Bosonic topological insulator in three dimensions and the statistical Witten effect

It is well known that one signature of the three-dimensional electron topological insulator is the Witten effect: if the system is coupled to a compact electromagnetic gauge field, a monopole in the bulk acquires a half-odd-integer polarization charge. In the present work, we propose a corresponding phenomenon for the topological insulator of bosons in three dimensions protected by particle number conservation and time-reversal symmetry. We claim that although a monopole inside a topological insulator of bosons can remain electrically neutral, its statistics are transmuted from bosonic to fermionic. We demonstrate that this “statistical Witten effect” directly implies that if the surface of the topological insulator is neither gapless, nor spontaneously breaks the symmetry, it necessarily supports an intrinsic two-dimensional topological order. Moreover, the surface properties can not be fully realized in a purely two-dimensional system.

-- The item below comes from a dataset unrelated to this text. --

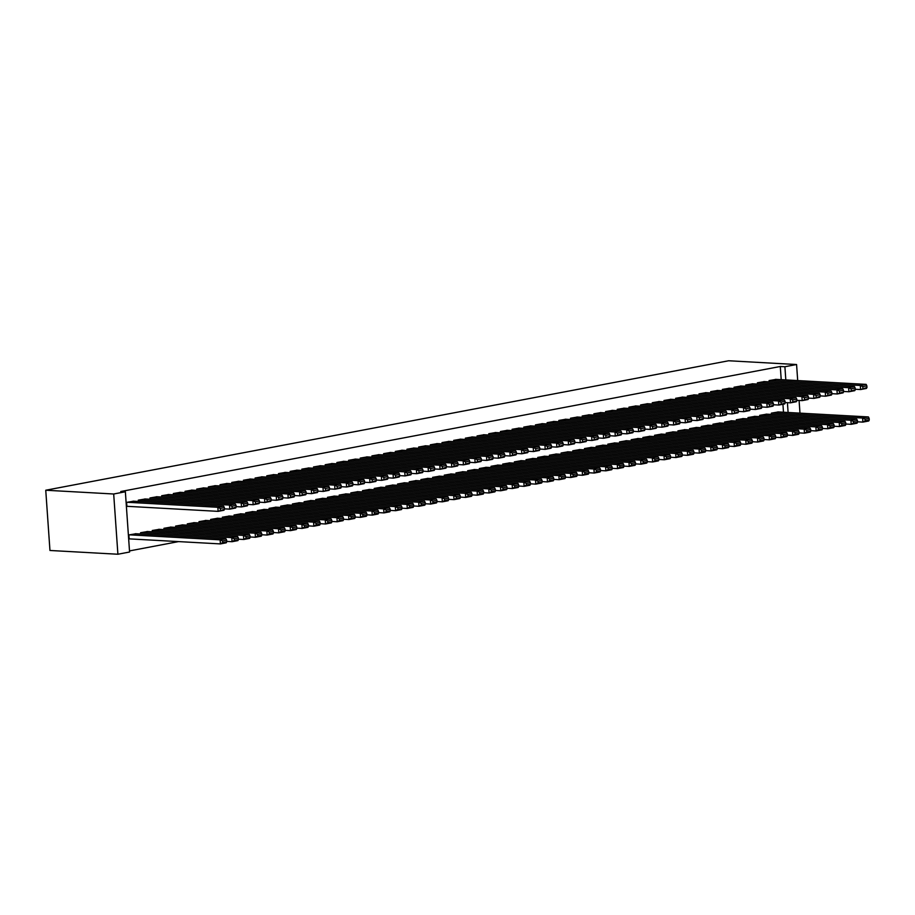 <?xml version="1.0" encoding="UTF-8"?>
<svg xmlns="http://www.w3.org/2000/svg" width="915" height="915" viewBox="0 0 915 915"><rect width="100%" height="100%" fill="white"/><g stroke="black" fill="none" stroke-linecap="round" stroke-linejoin="round"><path stroke-width="1.37" d="M129.507 550.91L178.585 541.6M129.575 552.019L117.898 554.238L49.959 550.475L45.75 490.234L728.637 360.762L796.576 364.525L784.898 366.743L780.289 366.492L120.757 491.527L125.366 491.778L129.575 552.019M147.589 531.535L140.567 532.724L140.658 534.017M145.313 498.984L138.291 500.162L138.382 501.454M170.945 527.109L163.934 528.298L164.025 529.591M168.669 494.546L161.658 495.736L161.749 497.028M194.312 522.682L187.289 523.86L187.381 525.153M192.036 490.12L185.013 491.309L185.105 492.602M217.679 518.245L210.656 519.434L210.747 520.726M215.402 485.693L208.38 486.872L208.471 488.164M241.034 513.818L234.023 515.008L234.114 516.3M238.758 481.267L231.747 482.445L231.838 483.738M264.401 509.392L257.378 510.581L257.47 511.874M262.125 476.829L255.102 478.019L255.194 479.311M287.767 504.966L280.745 506.144L280.836 507.436M285.491 472.403L278.469 473.593L278.56 474.885M311.123 500.528L304.112 501.717L304.203 503.01M308.847 467.977L301.836 469.155L301.916 470.447M334.49 496.102L327.467 497.291L327.559 498.584M332.214 463.539L325.191 464.728L325.282 466.021M357.856 491.675L350.834 492.865L350.925 494.157M355.58 459.113L348.558 460.302L348.649 461.595M381.212 487.249L374.201 488.427L374.281 489.719M378.936 454.686L371.913 455.876L372.005 457.168M404.579 482.811L397.556 484.001L397.648 485.293M402.303 450.26L395.28 451.438L395.372 452.731M427.946 478.385L420.923 479.574L421.014 480.867M425.658 445.822L418.647 447.012L418.738 448.304M451.301 473.959L444.278 475.137L444.37 476.429M449.025 441.396L442.002 442.585L442.094 443.878M474.668 469.532L467.645 470.71L467.737 472.003M472.392 436.97L465.369 438.148L465.46 439.44M498.023 465.094L491.012 466.284L491.103 467.576M495.747 432.543L488.736 433.721L488.827 435.014M521.39 460.668L514.367 461.858L514.459 463.15M519.114 428.106L512.091 429.295L512.183 430.588M544.757 456.242L537.734 457.42L537.826 458.712M542.481 423.679L535.458 424.869L535.55 426.161M568.112 451.804L561.101 452.994L561.192 454.286M565.836 419.253L558.825 420.431L558.916 421.724M591.479 447.378L584.456 448.567L584.548 449.86M589.203 414.815L582.18 416.005L582.272 417.297M614.846 442.952L607.823 444.141L607.915 445.433M612.57 410.389L605.547 411.578L605.639 412.871M638.201 438.525L631.19 439.703L631.281 440.996M635.925 405.963L628.914 407.152L628.994 408.445M661.568 434.087L654.545 435.277L654.637 436.569M659.292 401.536L652.269 402.714L652.361 404.007M684.935 429.661L677.912 430.851L678.004 432.143M682.659 397.099L675.636 398.288L675.727 399.581M708.29 425.235L701.279 426.413L701.359 427.705M706.014 392.672L698.991 393.862L699.083 395.154M731.657 420.809L724.634 421.987L724.726 423.279M729.381 388.246L722.358 389.424L722.45 390.716M755.012 416.371L748.001 417.56L748.093 418.853M752.736 383.82L745.725 384.998L745.817 386.29M778.379 411.944L771.356 413.134L771.448 414.426M776.103 379.382L769.08 380.571L769.172 381.864M783.492 412.23L782.931 404.27M781.216 379.668L780.289 366.492M764.425 381.601L757.403 382.79L757.494 384.083M766.701 414.163L759.679 415.341L759.77 416.634M741.058 386.027L734.036 387.217L734.127 388.509M743.335 418.59L736.323 419.779L736.403 421.072M717.692 390.465L710.681 391.643L710.772 392.935M719.979 423.016L712.957 424.205L713.048 425.498M694.336 394.891L687.314 396.069L687.405 397.362M696.612 427.442L689.59 428.632L689.681 429.924M670.97 399.317L663.958 400.507L664.038 401.799M673.246 431.88L666.234 433.058L666.314 434.351M647.614 403.744L640.592 404.933L640.683 406.226M649.89 436.306L642.868 437.496L642.959 438.788M624.247 408.182L617.225 409.36L617.316 410.652M626.523 440.733L619.501 441.922L619.592 443.215M600.88 412.608L593.869 413.786L593.949 415.078M603.157 445.17L596.145 446.348L596.237 447.641M577.525 417.034L570.503 418.224L570.594 419.516M579.801 449.597L572.779 450.775L572.87 452.067M554.158 421.46L547.136 422.65L547.227 423.942M556.434 454.023L549.412 455.213L549.503 456.505M530.792 425.898L523.78 427.076L523.872 428.369M533.068 458.449L526.056 459.639L526.148 460.931M507.436 430.325L500.413 431.514L500.505 432.806M509.712 462.887L502.69 464.065L502.781 465.358M484.069 434.751L477.047 435.94L477.138 437.233M486.345 467.313L479.323 468.503L479.414 469.795M460.703 439.177L453.691 440.367L453.783 441.659M462.979 471.74L455.967 472.929L456.059 474.222M437.347 443.615L430.325 444.793L430.416 446.085M439.623 476.166L432.601 477.356L432.692 478.648M413.98 448.041L406.958 449.231L407.049 450.523M416.256 480.604L409.245 481.782L409.325 483.074M390.613 452.468L383.602 453.657L383.694 454.949M392.901 485.03L385.878 486.22L385.97 487.512M367.258 456.905L360.236 458.083L360.327 459.376M369.534 489.456L362.512 490.646L362.603 491.938M343.891 461.332L336.88 462.51L336.96 463.802M346.167 493.894L339.156 495.072L339.236 496.365M320.536 465.758L313.513 466.947L313.605 468.24M322.812 498.32L315.789 499.499L315.881 500.791M297.169 470.184L290.147 471.374L290.238 472.666M299.445 502.747L292.423 503.936L292.514 505.229M273.802 474.622L266.791 475.8L266.883 477.092M276.078 507.173L269.067 508.363L269.159 509.655M250.447 479.048L243.424 480.238L243.516 481.53M252.723 511.611L245.7 512.789L245.792 514.081M227.08 483.475L220.058 484.664L220.149 485.957M229.356 516.037L222.334 517.215L222.425 518.508M203.713 487.901L196.702 489.09L196.794 490.383M205.989 520.463L198.978 521.653L199.07 522.945M180.358 492.339L173.335 493.517L173.427 494.809M182.634 524.89L175.611 526.079L175.703 527.372M156.991 496.765L149.969 497.954L150.06 499.247M159.267 529.327L152.245 530.506L152.336 531.798M133.624 501.191L126.613 502.381L126.899 506.453L127.482 506.338M135.9 533.754L128.889 534.943L129.175 539.004L129.758 538.901M117.898 554.238L113.689 493.997L125.366 491.778M113.689 493.997L45.75 490.234M788.101 412.482L787.415 402.669M785.813 379.919L784.898 366.743M799.973 413.145L799.092 400.45M797.697 380.583L796.576 364.525M775.508 379.348L866.15 384.369L860.317 385.478L860.592 389.55L866.974 387.468L866.86 385.844L862.776 386.61L862.879 388.246M855.262 389.252L860.592 389.55L866.436 388.44L866.974 387.468M769.664 380.457L860.317 385.478L862.776 386.61M866.86 385.844L866.15 384.369M857.538 421.815L862.879 422.101L862.593 418.041L771.951 413.02M777.784 411.91L868.427 416.931L869.136 418.395L865.052 419.173L865.167 420.797L869.25 420.031L869.136 418.395M869.25 420.031L868.712 421.003L862.879 422.101L865.167 420.797M865.052 419.173L862.593 418.041L868.427 416.931M763.831 381.566L854.473 386.588L848.628 387.697L848.914 391.757L855.296 389.687L855.182 388.051L851.087 388.829L851.202 390.453M843.584 391.471L848.914 391.757L854.759 390.659L855.296 389.687M757.986 382.676L848.628 387.697L851.087 388.829M855.182 388.051L854.473 386.588M752.141 383.785L842.795 388.795L836.951 389.904L837.236 393.976L843.607 391.894L843.493 390.27L839.41 391.048L839.524 392.672M831.895 393.679L837.236 393.976L843.07 392.867L843.607 391.894M746.308 384.895L836.951 389.904L839.41 391.048M843.493 390.27L842.795 388.795M845.86 424.022L851.19 424.32L850.904 420.248L760.262 415.238M766.107 414.129L856.749 419.139L857.458 420.614L853.363 421.392L853.478 423.016L857.572 422.238L857.458 420.614M857.572 422.238L857.035 423.21L851.19 424.32L853.478 423.016M853.363 421.392L850.904 420.248L856.749 419.139M834.171 426.241L839.513 426.539L839.227 422.467L748.584 417.446M754.429 416.336L845.071 421.358L845.769 422.833L841.686 423.599L841.8 425.235L845.883 424.457L845.769 422.833M845.883 424.457L845.357 425.429L839.513 426.539L841.8 425.235M841.686 423.599L839.227 422.467L845.071 421.358M740.464 385.993L831.106 391.014L825.273 392.123L825.559 396.195L831.929 394.113L831.815 392.478L827.732 393.256L827.846 394.891M820.217 395.898L825.559 396.195L831.392 395.086L831.929 394.113M734.631 387.102L825.273 392.123L827.732 393.256M831.815 392.478L831.106 391.014M728.786 388.212L819.428 393.233L813.584 394.331L813.87 398.402L820.252 396.321L820.137 394.697L816.043 395.474L816.157 397.099M808.54 398.105L813.87 398.402L819.714 397.293L820.252 396.321M722.942 389.321L813.584 394.331L816.043 395.474M820.137 394.697L819.428 393.233M822.494 428.46L827.835 428.746L827.549 424.686L736.907 419.665M742.74 418.555L833.382 423.576L834.091 425.04L830.008 425.818L830.122 427.442L834.206 426.676L834.091 425.04M834.206 426.676L833.668 427.648L827.835 428.746L830.122 427.442M830.008 425.818L827.549 424.686L833.382 423.576M810.816 430.668L816.146 430.965L815.86 426.893L725.218 421.884M731.062 420.774L821.704 425.784L822.413 427.259L818.319 428.037L818.433 429.661L822.528 428.883L822.413 427.259M822.528 428.883L821.99 429.856L816.146 430.965L818.433 429.661M818.319 428.037L815.86 426.893L821.704 425.784M717.108 390.431L807.751 395.44L801.906 396.55L802.192 400.621L808.563 398.54L808.448 396.916L804.365 397.693L804.479 399.317M796.851 400.324L802.192 400.621L808.037 399.512L808.563 398.54M711.264 391.529L801.906 396.55L804.365 397.693M808.448 396.916L807.751 395.44M799.127 432.887L804.468 433.184L804.182 429.112L713.54 424.091M719.384 422.982L810.027 428.003L810.724 429.467L806.641 430.244L806.756 431.88L810.839 431.102L810.724 429.467M810.839 431.102L810.313 432.074L804.468 433.184L806.756 431.88M806.641 430.244L804.182 429.112L810.027 428.003M705.419 392.638L796.061 397.659L790.228 398.768L790.514 402.84L796.885 400.759L796.771 399.123L792.687 399.901L792.802 401.536M785.173 402.543L790.514 402.84L796.347 401.731L796.885 400.759M699.586 393.747L790.228 398.768L792.687 399.901M796.771 399.123L796.061 397.659M787.449 435.094L792.79 435.391L792.504 431.32L701.862 426.31M707.695 425.201L798.337 430.222L799.047 431.686L794.963 432.463L795.078 434.087L799.161 433.31L799.047 431.686M799.161 433.31L798.623 434.282L792.79 435.391L795.078 434.087M794.963 432.463L792.504 431.32L798.337 430.222M693.742 394.857L784.384 399.878L778.539 400.976L778.825 405.048L785.207 402.966L785.093 401.342L780.998 402.12L781.113 403.744M773.495 404.75L778.825 405.048L784.67 403.938L785.207 402.966M687.897 395.966L778.539 400.976L780.998 402.12M785.093 401.342L784.384 399.878M775.771 437.313L781.101 437.61L780.815 433.538L690.173 428.517M696.018 427.419L786.66 432.429L787.369 433.904L783.274 434.682L783.389 436.306L787.483 435.529L787.369 433.904M787.483 435.529L786.946 436.501L781.101 437.61L783.389 436.306M783.274 434.682L780.815 433.538L786.66 432.429M682.064 397.076L772.706 402.085L766.862 403.195L767.147 407.267L773.518 405.185L773.404 403.561L769.321 404.327L769.435 405.963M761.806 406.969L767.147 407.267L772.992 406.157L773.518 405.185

We also confirm that the surface phases of the bosonic topological insulator proposed by Vishwanath and Senthil [Phys. Rev. X 3, 011016 (2013)] provide a consistent termination of a bulk exhibiting the statistical Witten effect. In a forthcoming paper, we will provide an explicit field-theoretic, lattice-regularized construction of the three-dimensional topological insulator of bosons, employing a parton decomposition and subsequent condensation of parton-monopole composites.

Figure 1

Electric charge $q$ of dyons with magnetic flux $2\pi$ as a function of the $\theta$ angle in a bosonic insulator. Red lines denote dyons with bosonic statistics and blue lines dyons with fermionic statistics. Although the allowed values of electric charge are invariant under $\theta \to \theta +2\pi$, the corresponding statistics are periodic only modulo $4\pi$.